Problem -> Wherever a line of the data contains "changed", copy that line.

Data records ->

= = = = = = =

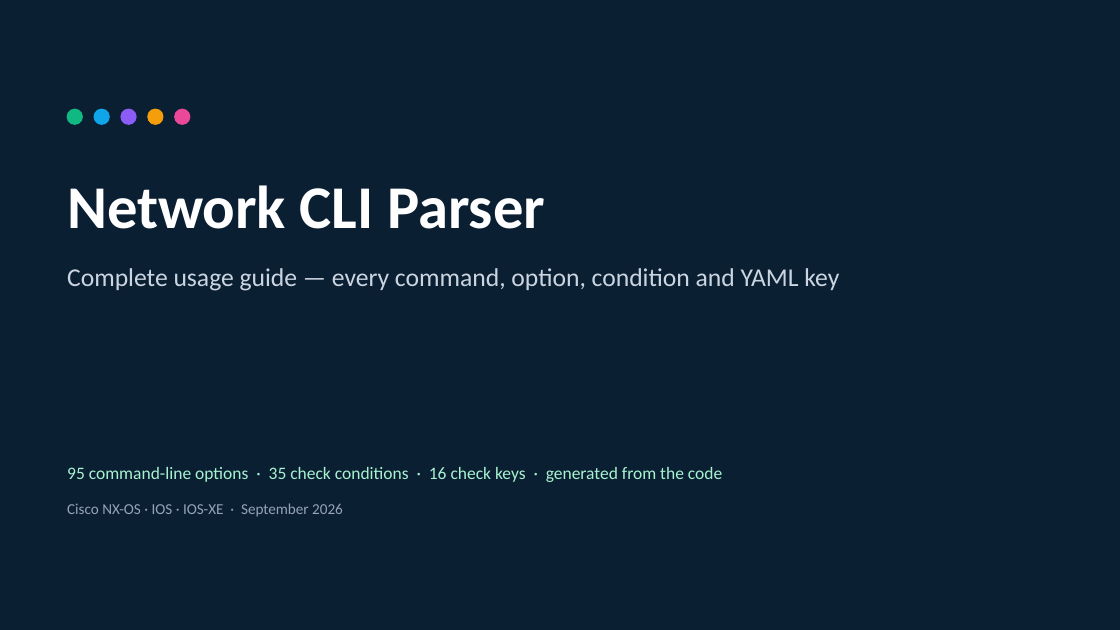
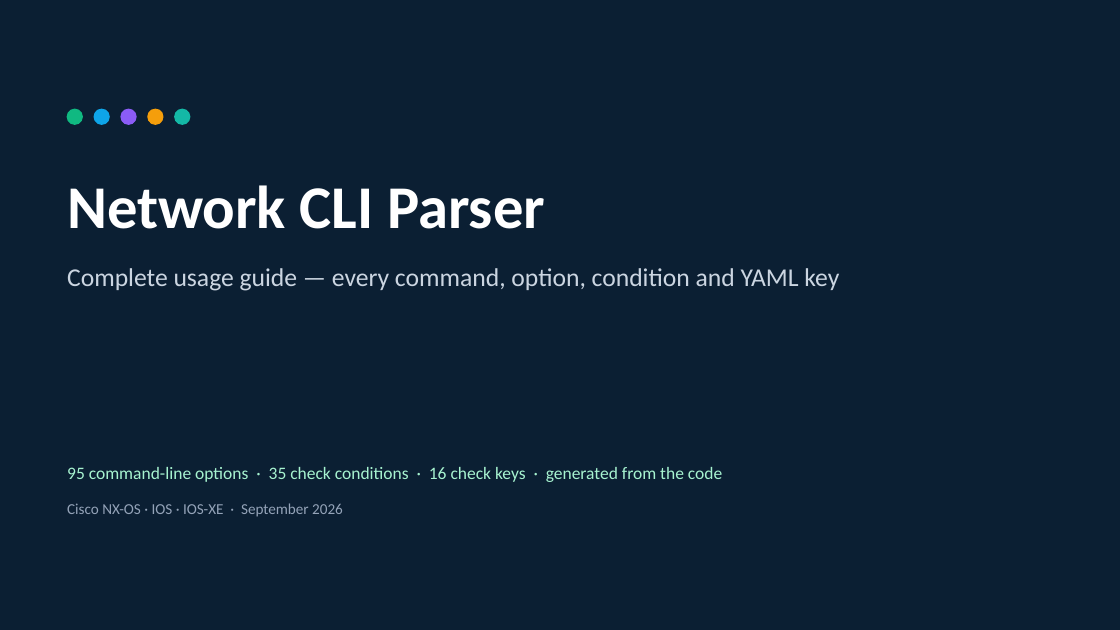
Before and after one commit to omi23484/checklist-project, a slide deck: slide 1 of docs/Network_CLI_Parser_Usage_Guide.pptx. Drawn at 1120x630 pixels with LibreOffice and Linux fonts; fonts in the diff are those of the drawing. Boxes give left, top, right and bottom in pixels: in the first picture for what was removed or moved away, otherwise in the second. Text is boxed around its words. In the diff, an @@ line names an element or a change of style, - is before the commit and + after.

```diff
--- a/docs/Network_CLI_Parser_Usage_Guide.pptx
+++ b/docs/Network_CLI_Parser_Usage_Guide.pptx
@@ ellipse at (175,109,190,124): fill #EC4899 to #14B8A6; outline #EC4899 1 pt to #14B8A6 1 pt @@
```
Also in this commit, not shown: 12 other slides changed, 9 slides added, 6 other files.
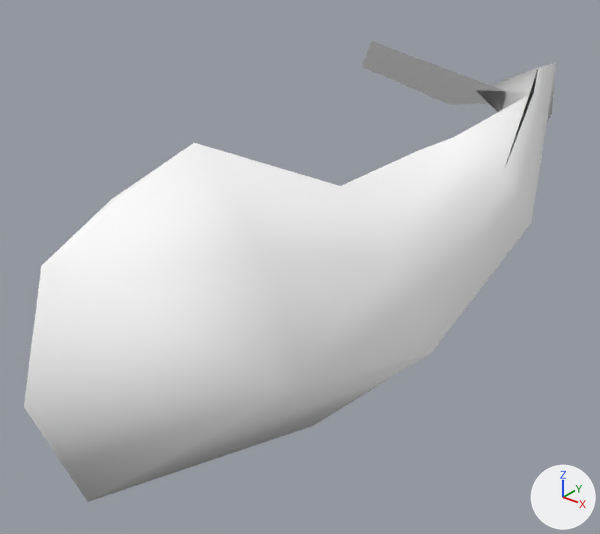
The glTF model public/3d/item/model__item__room.ofs_4875_0/4875fish85.gltf as it was, and as the next commit left it.
One viewpoint serves both versions: a 50 mm camera at (0.261, -0.157, 0.201) aimed at (-0.052, 0.234, -0.042). The lights are fixed; the arrows at lower right show +X, +Y and +Z. The older version comes first.

Names of what the first picture shows: '4875fish85'.
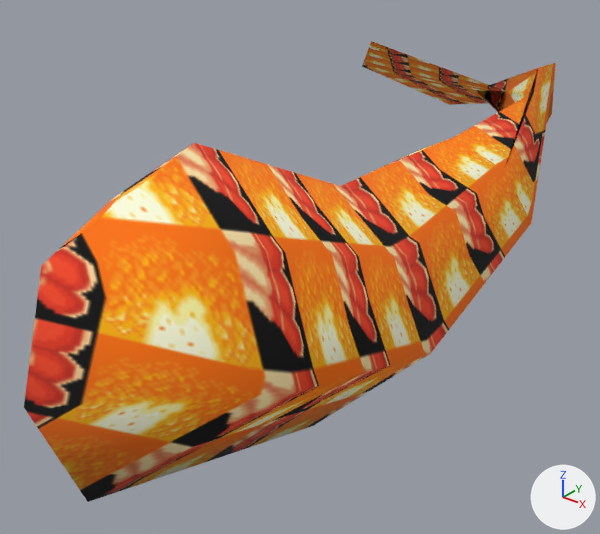
What changed in the scene script:
```text
Add img_fish85:
    img_fish85 = load_image('fish85', '_unpacked/fish85', 64, 32, 'sRGB')
Change mat_fish85_fish85:
    remove mat_fish85_fish85.base_color = (1.0, 1.0, 1.0)  # white #ffffff
    add mat_fish85_fish85.texture = img_fish85
```

Location of each change, [x1, y1, x2, y2] in pixels of the pictures (600 x 534 px):
'4875fish85', surface changed (white to orange): [24, 41, 556, 502] in both

= = = = = = =

Answer box ->
Also in this commit, not shown: 12 other slides changed, 9 slides added, 6 other files.
What changed in the scene script:
'4875fish85', surface changed (white to orange): [24, 41, 556, 502] in both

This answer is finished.